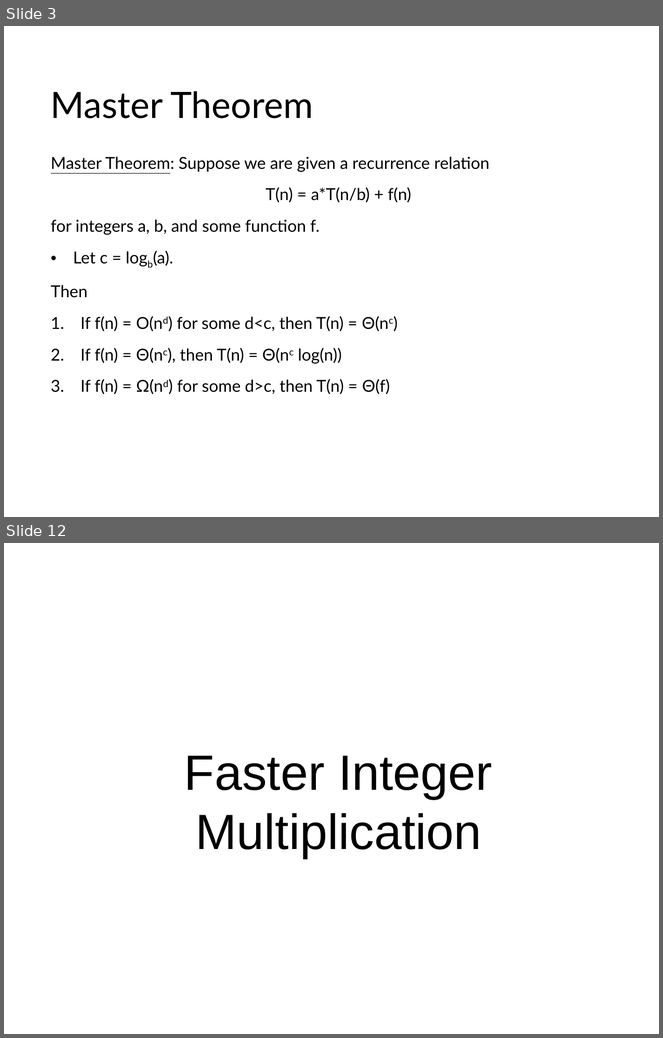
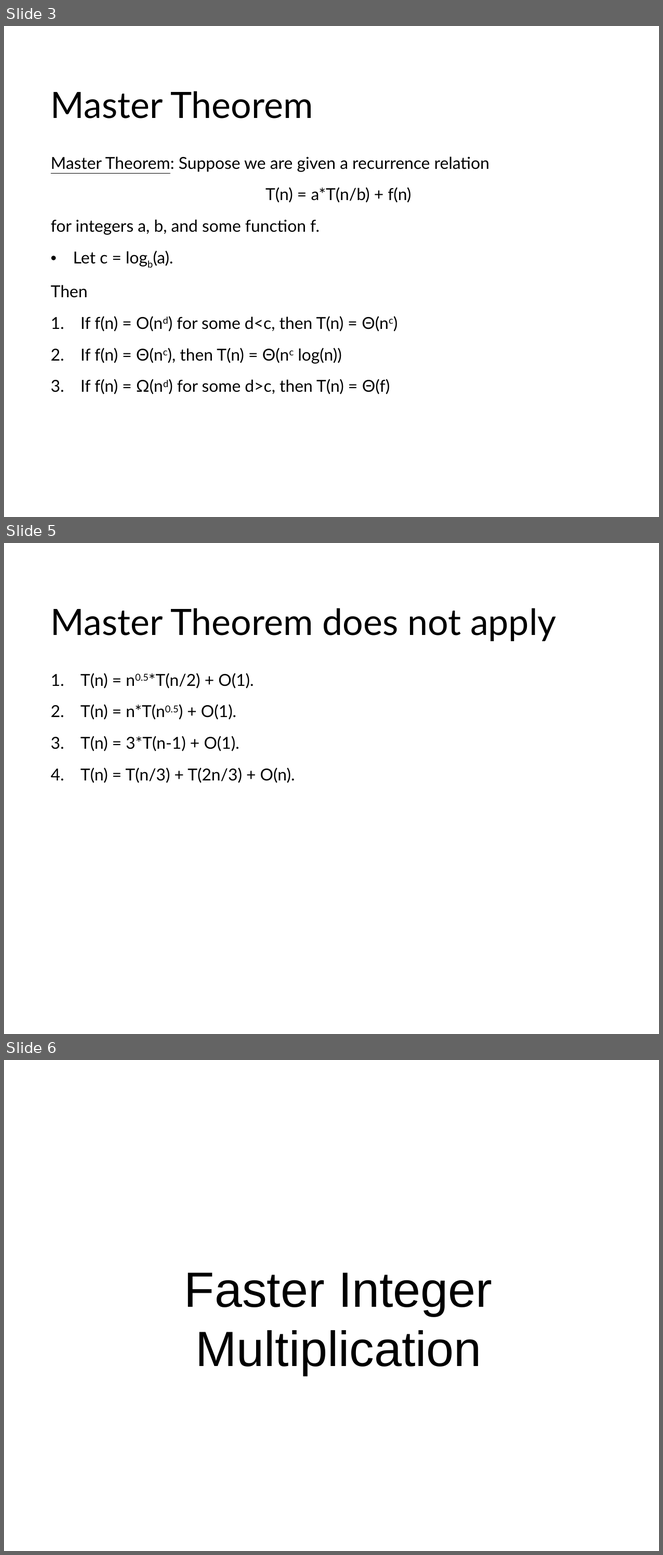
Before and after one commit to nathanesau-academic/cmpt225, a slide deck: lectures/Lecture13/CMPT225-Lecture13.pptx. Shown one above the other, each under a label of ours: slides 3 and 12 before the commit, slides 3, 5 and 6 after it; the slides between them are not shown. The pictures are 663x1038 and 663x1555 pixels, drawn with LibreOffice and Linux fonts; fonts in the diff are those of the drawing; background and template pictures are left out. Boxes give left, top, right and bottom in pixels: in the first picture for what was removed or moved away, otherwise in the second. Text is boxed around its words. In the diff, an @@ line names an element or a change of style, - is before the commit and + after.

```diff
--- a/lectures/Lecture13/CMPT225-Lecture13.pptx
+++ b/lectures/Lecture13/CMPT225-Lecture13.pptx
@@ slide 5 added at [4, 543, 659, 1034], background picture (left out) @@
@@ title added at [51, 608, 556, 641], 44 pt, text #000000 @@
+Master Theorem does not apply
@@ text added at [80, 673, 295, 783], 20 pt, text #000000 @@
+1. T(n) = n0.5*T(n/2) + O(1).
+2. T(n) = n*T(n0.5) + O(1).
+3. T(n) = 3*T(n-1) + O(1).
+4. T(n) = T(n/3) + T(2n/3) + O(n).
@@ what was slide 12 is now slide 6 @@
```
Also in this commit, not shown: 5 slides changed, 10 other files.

□ □ □ □

Task instructions: Extract, from the listing above, every line where the string "added" occurs.

Solution to this task:
@@ slide 5 added at [4, 543, 659, 1034], background picture (left out) @@
@@ title added at [51, 608, 556, 641], 44 pt, text #000000 @@
@@ text added at [80, 673, 295, 783], 20 pt, text #000000 @@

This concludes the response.